Why Do Sessions End Up in the Unassigned Area?
For CCIR Sessions:
Sessions are assigned to a project based on a text string in the Study Description DICOM Tag, which includes the CCIR Project Number (e.g., CCIR_00123
). The string for each project is entered and saved by CCIR staff at the console, often during the initial creation of the project. Errors like missing project numbers in the Study Description DICOM Tag or typos can cause sessions to end up in the Unassigned area. We have seen cases where the CCIR project number was not communicated to the CCIR staff before scanning. Notes in the Study Description element help us understand that case.
For MR Facility Sessions:
Assignment is managed via RIIS, where scan operators log in and associate a project number with the scanning session. Communication failures between RIIS and CNDA can lead to unassigned sessions.
For NRB Sessions:
Similar to CCIR, data entry errors at the console or missing project numbers in the Study Description DICOM Tag can result in unassigned sessions.
Why Are Sessions in My Project in the Prearchive and Not in the Archive?
Sessions end up in the prearchive due to the project’s prearchive settings, which can be adjusted under the Manage Tab → Define Prearchive Settings. These settings determine how new sessions are handled:
- Send all uploads to the prearchive.
- Send uploads directly to the archive, except for duplicates.
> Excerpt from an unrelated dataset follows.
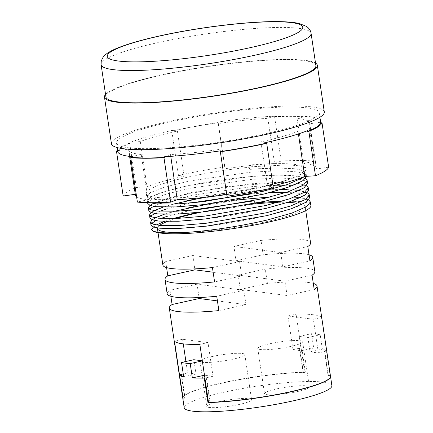 <?xml version="1.0" encoding="UTF-8"?>
<svg xmlns="http://www.w3.org/2000/svg" width="433" height="433" viewBox="0 0 433 433"><rect width="100%" height="100%" fill="white"/><g stroke="black" fill="none" stroke-linecap="round" stroke-linejoin="round"><path stroke-width="0.32" stroke-dasharray="2.17 1.62" d="M195.705 212.727L254.599 203.407A2.197 0.698 -95.8 0 1 254.934 200.863L252.255 201.101M191.056 210.249L168.064 216.024M160.941 218.416L155.691 220.662M151.577 223.482L150.976 225.036M309.725 197.648L307.181 195.126L300.681 193.394L286.424 192.333M269.791 192.62L251.183 193.935M189.984 203.082L166.992 208.852M159.869 211.25L154.619 213.496M150.505 216.311L149.905 217.869M308.653 190.477L306.109 187.954L299.609 186.222L285.358 185.167M275.599 185.205L252.791 186.526L191.916 195.283L163.328 202.503M158.797 204.078L153.547 206.325M149.434 209.144L148.833 210.703M307.582 183.311L305.038 180.788L298.537 179.056L279.031 177.968L251.719 179.359L190.845 188.117L166.526 194.016L151.496 199.673L147.761 203.532M306.532 176.334L303.966 173.622L297.466 171.89L277.959 170.802L250.647 172.193L189.773 180.951L165.455 186.845L150.424 192.506L146.69 196.365L149.158 198.346L155.577 199.57L174.954 199.759L202.13 197.475L262.739 186.926C273.77 184.312 283.074 181.6 290.646 178.797L304.529 172.875L306.537 168.193L300.426 165.915L288.335 164.881L250.55 166.781A2.197 0.698 84.2 0 0 249.679 164.989A2.197 0.698 84.2 0 0 249.246 167.566A2.197 0.698 84.2 0 0 250.117 169.357A2.197 0.698 84.2 0 0 250.22 169.325L249.895 167.176A80.527 11.328 -8.5 0 0 189.156 176.826A80.527 11.328 -8.5 0 0 146.262 193.508A80.527 11.328 -8.5 0 0 262.658 186.385A80.527 11.328 -8.5 0 0 290.646 178.797M218.8 401.7A22.673 3.188 171.5 0 1 251.573 399.697A22.673 3.188 171.5 0 1 239.498 404.395A22.673 3.188 171.5 0 1 206.725 406.398A22.673 3.188 171.5 0 1 218.8 401.7M212.051 356.543A22.673 3.188 171.5 0 1 244.824 354.535A22.673 3.188 171.5 0 1 232.748 359.233A22.673 3.188 171.5 0 1 199.976 361.236A22.673 3.188 171.5 0 1 212.051 356.543M276.595 388.921A22.673 3.188 171.5 0 1 309.368 386.913A22.673 3.188 171.5 0 1 297.292 391.611A22.673 3.188 171.5 0 1 264.514 393.613A22.673 3.188 171.5 0 1 276.595 388.921M269.846 343.759A22.673 3.188 171.5 0 1 302.618 341.751A22.673 3.188 171.5 0 1 290.543 346.449A22.673 3.188 171.5 0 1 257.765 348.457A22.673 3.188 171.5 0 1 269.846 343.759M315.895 65.562A106.15 14.933 -8.5 0 0 162.467 74.952A106.15 14.933 -8.5 0 0 105.923 96.938M315.527 63.099A107.617 15.139 -8.5 0 0 161.796 74.866A107.617 15.139 -8.5 0 0 105.555 94.481M324.306 111.936A107.617 15.139 -8.5 0 0 168.762 121.457A107.617 15.139 -8.5 0 0 111.438 143.751M171.1 121.76A102.491 14.419 -8.5 0 0 116.509 142.993A102.491 14.419 -8.5 0 0 264.644 133.927A102.491 14.419 -8.5 0 0 319.235 112.694A102.491 14.419 -8.5 0 0 171.1 121.76M130.831 142.224A102.491 14.419 171.5 0 1 172.383 130.365L177.395 131.015A91.509 12.871 -8.5 0 0 140.297 141.602L130.831 142.224L130.939 142.939A102.491 14.419 -8.5 0 0 117.976 151.35L117.868 150.635L128.72 149.114A91.509 12.871 -8.5 0 0 128.655 149.97A91.509 12.871 -8.5 0 0 141.234 154.478L131.886 156.643M117.792 151.593A102.491 14.419 171.5 0 1 117.868 150.635M149.932 202.693L147.334 200.663L151.068 196.809L166.099 191.148L190.417 185.248L251.292 176.491L278.603 175.1L298.11 176.188L305.622 178.472M149.932 205.404L153.12 203.461M154.722 202.698L191.489 192.42L252.363 183.662L279.669 182.271L299.181 183.359L306.694 185.643M151.003 212.571L154.191 210.627M163.03 207.115L186.661 200.842M152.075 219.742L155.263 217.794M164.102 214.281L187.733 208.008M250.22 169.325L277.531 167.934L297.038 169.022L303.538 170.754L306.082 173.276L304.009 176.751M192.561 199.586L253.435 190.829L280.741 189.438L300.253 190.525L307.766 192.809M193.632 206.752L254.507 197.995L281.813 196.609L301.325 197.692L308.837 199.976M310.905 205.545A80.527 11.328 -8.5 0 0 295.62 201.275M291.571 201.134A80.527 11.328 -8.5 0 0 282.078 201.188M258.68 202.682A80.527 11.328 -8.5 0 0 255.254 203.012L254.934 200.863M182.807 398.371A74.671 10.506 171.5 0 1 222.589 382.999A74.671 10.506 171.5 0 1 304.794 372.331L304.745 372.25A74.579 10.495 171.5 0 0 304.691 372.25L296.102 314.169A74.671 10.506 171.5 0 1 321.492 317.47L330.152 375.438A74.671 10.506 171.5 0 1 330.493 376.207M323.18 382.112A74.671 10.506 -8.5 0 0 223.969 392.222A74.671 10.506 -8.5 0 0 184.193 407.691M166.586 267.605L165.671 261.51A74.671 10.506 -8.5 0 0 162.878 265.045M170.867 296.28L169.958 290.18A74.671 10.506 -8.5 0 0 167.16 293.715M176.09 218.465A74.671 10.506 -8.5 0 0 167.338 221.485M159.571 225.387A74.671 10.506 -8.5 0 0 157.428 227.937M183.646 232.537A74.671 10.506 -8.5 0 0 265.342 221.88A74.671 10.506 -8.5 0 0 304.783 207.716M304.762 372.136A74.671 10.506 -8.5 0 0 222.562 382.81A74.671 10.506 -8.5 0 0 182.786 398.279M305.113 206.411A74.671 10.506 -8.5 0 0 292.405 202.536M288.021 202.341A74.671 10.506 -8.5 0 0 277.916 202.384M250.934 204.333A74.671 10.506 -8.5 0 0 201.145 212.159M309.01 254.745A74.671 10.506 -8.5 0 0 263.15 254.761L261.007 240.423A74.671 10.506 171.5 0 1 310.58 242.967M313.297 283.415A74.671 10.506 -8.5 0 0 267.437 283.431L265.294 269.093A74.671 10.506 171.5 0 1 314.861 271.643M330.503 376.299A74.671 10.506 -8.5 0 0 330.184 375.633L330.168 375.535A74.671 10.506 -8.5 0 0 330.087 375.438L326.444 351.066A74.671 10.506 -8.5 0 0 322.358 349.15L320.214 334.817A74.671 10.506 -8.5 0 0 311.527 333.686L313.671 348.024A74.671 10.506 -8.5 0 0 301.725 347.851L305.368 372.223A74.671 10.506 -8.5 0 0 304.778 372.234L304.794 372.331M331.895 385.619A74.671 10.506 -8.5 0 0 323.532 382.155M208.544 402.344L210.238 402.062L206.595 377.69L204.869 377.955M202.308 360.819L204.668 375.184L213.02 376.266L207.986 342.579L199.851 344.376M213.02 376.266L206.595 377.69M210.238 402.062L208.614 402.419M328.463 375.914L324.82 351.542L324.485 351.499L328.127 375.871L330.098 375.59C333.751 379.265 314.488 386.967 284.871 392.92C259.778 398.133 229.014 401.927 208.527 402.344M318.396 352.96L313.357 319.273L287.967 315.971L293 349.658L301.357 350.746L299.214 336.409L307.901 337.54L310.039 351.877L318.396 352.96L324.82 351.542M313.357 319.273L321.492 317.47M328.127 375.871L330.087 375.438M324.485 351.499L326.444 351.066M310.039 351.877L322.358 349.15M299.76 348.284L299.43 348.24L303.073 372.613L303.403 372.656L299.76 348.284L301.725 347.851M293 349.658L299.43 348.24M301.357 350.746L313.671 348.024M171.825 130.993A103.952 14.625 -8.5 0 1 218.2 122.539L218.216 122.745A102.491 14.419 -8.5 0 0 172.491 131.08L171.825 130.993L178.466 175.435L184.144 176.177A91.509 12.871 -8.5 0 0 147.047 186.764L136.319 187.467A103.952 14.625 -8.5 0 0 123.172 195.997M218.2 122.539L224.841 166.981A103.952 14.625 -8.5 0 0 178.466 175.435M274.56 116.601A103.952 14.625 -8.5 0 1 307.787 116.677L306.537 116.964A102.491 14.419 -8.5 0 0 273.78 116.894L274.56 116.601L281.201 161.044L274.582 163.506A91.509 12.871 -8.5 0 0 224.971 168.729L224.841 166.981M307.787 116.677L314.428 161.119A103.952 14.625 -8.5 0 0 281.201 161.044M117.538 149.894A103.952 14.625 -8.5 0 1 129.678 143.02L130.939 142.939M129.678 143.02L136.319 187.467M328.642 167.214L316.344 168.94A91.509 12.871 -8.5 0 0 316.409 168.08A91.509 12.871 -8.5 0 0 303.831 163.571L314.428 161.119M273.347 187.776L267.67 187.04A91.509 12.871 -8.5 0 0 273.055 185.811M226.713 194.504A91.509 12.871 -8.5 0 0 226.843 194.482L226.973 196.236M136.595 196.809A91.509 12.871 -8.5 0 0 147.983 199.64L137.385 202.092M135.28 194.303L135.469 194.276A91.509 12.871 -8.5 0 0 135.405 195.131M249.895 167.176L250.55 166.781M153.504 227.044L156.475 224.987M164.405 221.425L172.902 218.568M254.599 203.407L255.254 203.012M320.447 122.258L309.595 123.778A91.509 12.871 -8.5 0 0 309.66 122.918A91.509 12.871 -8.5 0 0 297.081 118.415L306.429 116.25A102.491 14.419 171.5 0 1 320.523 121.3M306.429 116.25L306.537 116.964M273.78 116.894L273.672 116.174L267.832 118.344A91.509 12.871 -8.5 0 0 218.221 123.573L218.108 122.025A102.491 14.419 171.5 0 1 273.672 116.174M218.108 122.025L218.216 122.745M172.491 131.08L172.383 130.365M141.234 154.478L147.983 199.64M128.72 149.114L135.469 194.276M140.297 141.602L147.047 186.764M177.395 131.015L184.144 176.177M164.643 156.719L170.483 154.549A91.509 12.871 -8.5 0 0 220.094 149.32L220.208 150.868M220.094 149.32L226.843 194.482M170.483 154.549L170.748 156.34M265.927 142.527L260.92 141.878A91.509 12.871 -8.5 0 0 298.018 131.291L307.479 130.669M298.018 131.291L298.413 133.932M260.92 141.878L267.67 187.04M297.081 118.415L303.831 163.571M309.595 123.778L316.344 168.94M218.221 123.573L224.971 168.729M267.832 118.344L274.582 163.506M185.909 361.468L187.63 372.965L195.981 374.052L193.838 359.715M195.981 374.052L183.662 376.775M187.63 372.965L183.24 373.939M181.221 374.502L184.848 398.761L183.191 399.058M207.986 342.579L182.591 339.277L183.278 343.872M182.591 339.277L174.461 341.074M217.42 300.892L245.982 304.605L218.871 310.602M245.982 304.605L243.839 290.267L197.064 284.183L199.066 297.563M197.064 284.183L169.958 290.18M243.839 290.267L216.727 296.264M213.133 272.216L241.695 275.935L214.589 281.926M241.695 275.935L239.552 261.597L192.782 255.513L194.78 268.888M192.782 255.513L165.671 261.51M239.552 261.597L212.446 267.589M184.848 398.761L183.219 399.237M185.178 398.804L181.535 374.431M206.26 377.646L209.902 402.019M307.901 337.54L320.214 334.817M287.967 315.971L296.102 314.169M303.073 372.613L304.691 372.25M299.214 336.409L311.527 333.686M287.101 295.512L284.957 281.174L238.188 275.09L240.331 289.428L287.101 295.512L314.206 289.515M284.957 281.174L312.069 275.177M238.188 275.09L265.294 269.093M240.331 289.428L267.437 283.431M282.814 266.836L280.676 252.499L233.901 246.415L236.045 260.753L282.814 266.836L309.925 260.839M280.676 252.499L307.782 246.507M233.901 246.415L261.007 240.423M236.045 260.753L263.15 254.761M303.403 372.656L305.368 372.223M101.106 64.685A106.15 14.933 171.5 0 1 157.644 42.694A106.15 14.933 171.5 0 1 311.073 33.303M306.537 168.193L303.755 166.44C294.705 163.181 276.676 162.694 249.679 164.989M154.484 226.253L153.439 227.238L153.331 226.513L157.774 227.872C169.368 229.918 201.724 227.688 234.036 222.189C266.863 216.798 297.633 208.192 305.671 202.26L307.874 200.073L301.233 197.805L285.071 196.658L270.279 196.961M152.367 220.072L152.259 219.342L156.703 220.7C168.296 222.751 200.652 220.521 232.965 215.022C265.792 209.632 296.567 201.02 304.599 195.088L306.802 192.907L300.161 190.639L286.527 189.535M151.296 212.901L151.187 212.175L155.631 213.534C167.225 215.585 199.581 213.355 231.893 207.851C264.72 202.465 295.495 193.854 303.528 187.922L305.73 185.735L299.089 183.473L282.928 182.32L226.113 186.612L170.553 197.394L154.982 202.698M150.224 205.735L150.116 205.004L154.559 206.368C166.153 208.414 198.509 206.184 230.821 200.685C263.648 195.294 294.424 186.688 302.456 180.756L304.675 178.667C304.496 179.04 306.288 178.109 298.018 176.301C293.969 175.609 288.584 175.23 281.856 175.154C251.892 174.629 197.789 182.152 169.482 190.228C161.152 192.55 155.247 194.671 151.777 196.598L149.152 198.568L149.044 197.838L153.488 199.196C165.087 201.248 197.437 199.018 229.75 193.519C262.577 188.128 293.352 179.516 301.384 173.584L303.603 171.495C303.777 170.981 301.563 170.196 296.973 169.141C286.938 167.522 271.318 167.593 250.117 169.357M244.824 354.535L251.573 399.697M302.618 341.751L309.368 386.913M116.509 142.993L117.191 147.561M146.262 193.508L146.69 196.365M147.334 200.663L147.631 202.655M306.082 173.276L306.51 176.144M157.969 232.223L158.04 232.678M305.27 207.439L305.741 210.606M319.235 112.694L319.917 117.262M257.765 348.457L264.514 393.613M199.976 361.236L206.725 406.398M233.225 200.295L208.051 204.057M174.169 211.331L164.259 214.286M155.49 217.831L152.492 219.894M281.163 189.481L269.207 189.795M261.727 190.217L203.613 197.486M173.097 204.16L163.187 207.115M154.419 210.665L151.42 212.727M153.347 203.499L150.348 205.556M128.655 149.97L129.613 156.394M309.66 122.918L316.409 168.08M304.789 372.331C273.764 372.808 219.731 381.668 196.441 390.106C188.539 392.893 184.079 395.324 183.062 397.402L183.202 399.074"/><path stroke-width="0.65" d="M252.255 201.101L191.056 210.249M168.064 216.024L160.941 218.416M155.691 220.662L151.577 223.482M150.549 222.172L150.976 225.036L153.439 227.022L159.864 228.24L179.24 228.435L206.417 226.145L267.02 215.596L291.203 208.803L306.099 202.249L309.725 197.648L309.297 194.78L305.671 199.38L290.776 205.935L266.593 212.727L205.989 223.282L178.813 225.566L159.436 225.376L153.011 224.153L150.549 222.172L152.075 219.742M286.424 192.333L269.791 192.62M251.183 193.935L189.984 203.082M166.992 208.852L159.869 211.25M154.619 213.496L150.505 216.311M149.477 215.001L149.905 217.869L152.373 219.85L158.792 221.074L178.169 221.263L205.345 218.979L265.949 208.43L290.132 201.632L305.027 195.077L308.653 190.477L308.226 187.613L304.599 192.214L289.704 198.769L265.521 205.561L204.917 216.11L177.741 218.4L158.364 218.205L151.94 216.982L149.477 215.001L151.003 212.571M285.358 185.167L275.599 185.205M163.328 202.503L158.797 204.078M153.547 206.325L149.434 209.144M148.405 207.835L148.833 210.703L151.301 212.684L157.72 213.907L177.097 214.097L204.273 211.813L264.877 201.258L289.06 194.466L303.961 187.911L307.582 183.311L307.154 180.442L303.528 185.043L288.632 191.597L264.449 198.395L203.846 208.944L176.669 211.228L157.293 211.039L150.868 209.816L148.405 207.835L149.932 205.404M147.631 202.655L147.761 203.532L150.229 205.513L156.649 206.736L176.025 206.925L203.201 204.641L263.805 194.092L287.988 187.3L302.889 180.74L306.532 176.334M101.106 64.685L105.923 96.938A106.15 14.933 -8.5 0 0 259.351 87.553A106.15 14.933 -8.5 0 0 315.895 65.562L311.073 33.303A106.15 14.933 171.5 0 1 254.528 55.294A106.15 14.933 171.5 0 1 101.106 64.685L101.122 61.795C102.361 57.8 104.142 55.164 106.48 53.892C109.284 51.819 112.948 49.876 117.478 48.058C127.638 43.944 141.613 39.923 159.404 35.977C198.687 27.182 250.972 20.936 280.075 21.65C287.94 21.78 294.31 22.397 299.181 23.501L306.499 26.413C309.795 28.67 311.073 32.02 311.073 33.303M105.555 94.481A107.617 15.139 -8.5 0 0 104.477 97.154A107.617 15.139 -8.5 0 0 260.017 87.639A107.617 15.139 -8.5 0 0 317.34 65.345A107.617 15.139 -8.5 0 0 315.527 63.099M104.477 97.154L111.438 143.751A107.617 15.139 -8.5 0 0 266.982 134.23A107.617 15.139 -8.5 0 0 324.306 111.936L317.34 65.345M131.989 157.363A102.491 14.419 -8.5 0 0 164.751 157.433L163.972 157.726A103.952 14.625 -8.5 0 1 130.744 157.65L131.989 157.363L131.886 156.643A102.491 14.419 171.5 0 1 117.792 151.593L117.191 147.561M164.751 157.433L164.643 156.719A102.491 14.419 171.5 0 0 220.208 150.868L220.316 151.582A102.491 14.419 -8.5 0 0 266.035 143.247L265.927 142.527A102.491 14.419 171.5 0 0 307.479 130.669L307.587 131.388A102.491 14.419 -8.5 0 0 320.55 122.972L322 122.772L328.642 167.214A103.952 14.625 -8.5 0 1 315.495 175.749L308.848 131.302L307.587 131.388M304.009 176.751L302.456 177.876L287.561 184.431L263.378 191.224L202.774 201.773L175.598 204.062L156.221 203.867L149.932 202.693M153.12 203.461L154.722 202.698M154.191 210.627L163.03 207.115M186.661 200.842L192.561 199.586M155.263 217.794L164.102 214.281M187.733 208.008L193.632 206.752M305.622 178.472L307.154 180.442M306.694 185.643L308.226 187.613M307.766 192.809L309.297 194.78M308.837 199.976L310.369 201.951L306.743 206.546L291.847 213.106L267.664 219.899C248.158 224.462 227.958 227.98 207.061 230.448C175.04 234.221 151.339 233.641 151.604 229.23L153.504 227.044M151.62 229.349L151.604 229.23A80.527 11.328 -8.5 0 0 151.62 229.349A80.527 11.328 -8.5 0 0 268.011 222.226A80.527 11.328 -8.5 0 0 310.905 205.545L310.369 201.946M295.62 201.275A80.527 11.328 -8.5 0 0 291.571 201.134M282.078 201.188A80.527 11.328 -8.5 0 0 258.68 202.682M330.503 376.299A74.671 10.506 -8.5 0 1 330.52 376.396A74.671 10.506 -8.5 0 1 290.743 391.865A74.671 10.506 -8.5 0 1 208.544 402.533L208.527 402.441A74.671 10.506 171.5 0 1 207.943 402.452L204.3 378.079A74.671 10.506 171.5 0 1 192.349 377.906L190.206 363.568A74.671 10.506 171.5 0 1 181.524 362.443L183.662 376.775A74.671 10.506 171.5 0 1 179.576 374.864L183.219 399.237A74.671 10.506 171.5 0 1 183.137 399.139L183.154 399.231A74.671 10.506 171.5 0 1 182.818 398.468A74.671 10.506 171.5 0 1 182.807 398.371M182.818 398.468L184.193 407.691A74.671 10.506 -8.5 0 0 292.123 401.088A74.671 10.506 -8.5 0 0 331.895 385.619L330.52 376.396M158.04 232.678L162.878 265.045A74.671 10.506 -8.5 0 0 212.446 267.589L214.589 281.926A74.671 10.506 171.5 0 1 165.016 279.382A74.671 10.506 171.5 0 1 167.815 275.843L166.586 267.605M165.016 279.382L167.16 293.715A74.671 10.506 -8.5 0 0 216.727 296.264L218.871 310.602A74.671 10.506 171.5 0 1 169.303 308.052A74.671 10.506 171.5 0 1 172.101 304.518L170.867 296.28M201.145 212.159A74.671 10.506 -8.5 0 0 197.188 213.014A74.671 10.506 -8.5 0 0 176.09 218.465M167.338 221.485A74.671 10.506 -8.5 0 0 159.571 225.387M157.428 227.937A74.671 10.506 -8.5 0 0 157.412 228.483A74.671 10.506 -8.5 0 0 183.646 232.537M169.303 308.052L182.786 398.279A74.671 10.506 -8.5 0 0 183.127 399.042L174.461 341.074A74.671 10.506 -8.5 0 0 199.851 344.376L208.517 402.344L207.943 402.452M305.741 210.606L310.58 242.967A74.671 10.506 171.5 0 1 307.782 246.507L309.925 260.839A74.671 10.506 -8.5 0 0 312.718 257.305L314.861 271.643A74.671 10.506 171.5 0 1 312.069 275.177L314.206 289.515A74.671 10.506 -8.5 0 0 317.005 285.98L330.493 376.207A74.671 10.506 171.5 0 1 290.716 391.676A74.671 10.506 171.5 0 1 208.517 402.344M304.783 207.716A74.671 10.506 -8.5 0 0 305.113 206.411L305.27 207.439M292.405 202.536A74.671 10.506 -8.5 0 0 288.021 202.341M277.916 202.384A74.671 10.506 -8.5 0 0 250.934 204.333M312.718 257.305A74.671 10.506 -8.5 0 0 309.01 254.745M317.005 285.98A74.671 10.506 -8.5 0 0 313.297 283.415M323.532 382.155A74.671 10.506 -8.5 0 0 323.18 382.112M308.848 131.302A103.952 14.625 -8.5 0 0 322 122.772M266.035 143.247L266.706 143.334L273.347 187.776A103.952 14.625 -8.5 0 1 226.973 196.236L220.316 151.582M220.332 151.788A103.952 14.625 -8.5 0 0 266.706 143.334M117.538 149.894A103.952 14.625 -8.5 0 0 116.531 151.555L123.172 195.997L135.28 194.303M117.76 151.382L116.531 151.555M273.055 185.811A91.509 12.871 -8.5 0 0 304.767 176.447L315.495 175.749M130.744 157.65L137.385 202.092A103.952 14.625 -8.5 0 0 170.613 202.168L177.232 199.705A91.509 12.871 -8.5 0 0 226.713 194.504M129.613 156.394L135.405 195.131A91.509 12.871 -8.5 0 0 136.595 196.809M156.475 224.987L164.405 221.425M172.902 218.568L195.705 212.727M163.972 157.726L170.613 202.168M320.55 122.972L320.447 122.258A102.491 14.419 171.5 0 0 320.523 121.3L319.917 117.262M170.748 156.34L177.232 199.705M298.413 133.932L304.767 176.447M204.463 375.227L192.349 377.906M202.319 360.889L190.206 363.568M181.524 362.443L193.838 359.715L202.308 360.819M179.576 374.864L181.221 374.502M183.24 373.939L181.205 374.388M183.278 343.872L185.909 361.468M204.869 377.955L204.3 378.079M199.066 297.563L199.207 298.521L217.42 300.892M199.207 298.521L172.101 304.518M194.78 268.888L194.92 269.851L213.133 272.216M194.92 269.851L167.815 275.843M159.912 35.961A98.832 13.905 -8.5 0 0 118.274 61.01A98.832 13.905 -8.5 0 0 250.117 47.69A98.832 13.905 -8.5 0 0 291.755 22.64A98.832 13.905 -8.5 0 0 159.912 35.961M157.412 228.483L157.969 232.223M270.279 196.961L233.225 200.295M208.051 204.057L174.169 211.331M164.259 214.286L155.49 217.831M286.527 189.535L281.163 189.481M269.207 189.795L261.727 190.217M203.613 197.486L173.097 204.16M163.187 207.115L154.419 210.665M154.982 202.698L153.347 203.499"/></g></svg>

- Send all uploads directly to the archive, overwriting older versions.
If CNDA cannot determine a session's project, it defaults to the prearchive with "Unassigned" listed as the project.
How Does CNDA Staff Determine Where to Place an Unassigned Session?
CNDA staff review Unassigned sessions by examining:
Specific DICOM tags like:
- Study Description (0008,1030)
- Study Comments (0032,4000)
- Patient Comments (0010,4000)
Investigator names or project IDs in other DICOM Tags or comments.
The CNDA system using similar session labels for additional clues.
For example, if the label is XX12345_4mo (for a 4 month follow up), we might search for XX12345. This prefix might yield a match that takes us to the proper project/subject.
If no clear assignment is found, further manual checks are conducted to place the session correctly.
Can There Be Duplicates in the Prearchive and Archive?
- In the prearchive, duplicates can exist because sessions are not yet officially archived.
- In the archive, each session label must be unique. If a duplicate session from the prearchive conflicts with one in the archive, the system will report a "Conflict" and prevent duplication.
How Do I Manage Duplicates?
To manage duplicates:
- Review the sessions to identify the correct and most up-to-date image data.
- Delete any unnecessary duplicate sessions.
What Are Merge Conflicts?
Merge conflicts occur when:
- Duplicate Session Labels: Sessions in the prearchive share labels with archived sessions.
- New DICOM Series: Sessions are sent a second time with additional series that were not included in the first transmission. We have also seen cases where the scanner only sends new series and does not resend the previously sent images.
- Inconsistent Files: Files with the same name but different data.
- Overlapping Metadata: Two sessions have the same key identifiers (e.g., session label, project ID) but differ in other metadata, such as acquisition time or subject information.
- Manual Edits: Users manually edit session attributes or attempt to upload a new session that conflicts with existing data in the archive.
Resolving Merge Conflicts:
- Rename session labels to ensure uniqueness.
- Verify and align metadata.
- Merge or delete conflicting sessions/files as appropriate.
What Data Do I See in the Prearchive?
In the prearchive, users can view image data from all projects they have access to. Data from other investigators' projects is not visible without explicit access.
What If the CNDA Staff Places a Session in the Wrong Project?
If this happens in the prearchive, contact CNDA staff via email at [email protected] to move it to the correct project.
What If a Session Ends Up In the Wrong Project in the Archive?
If this happens in the archive, contact CNDA staff via email at [email protected] to move it to the correct project.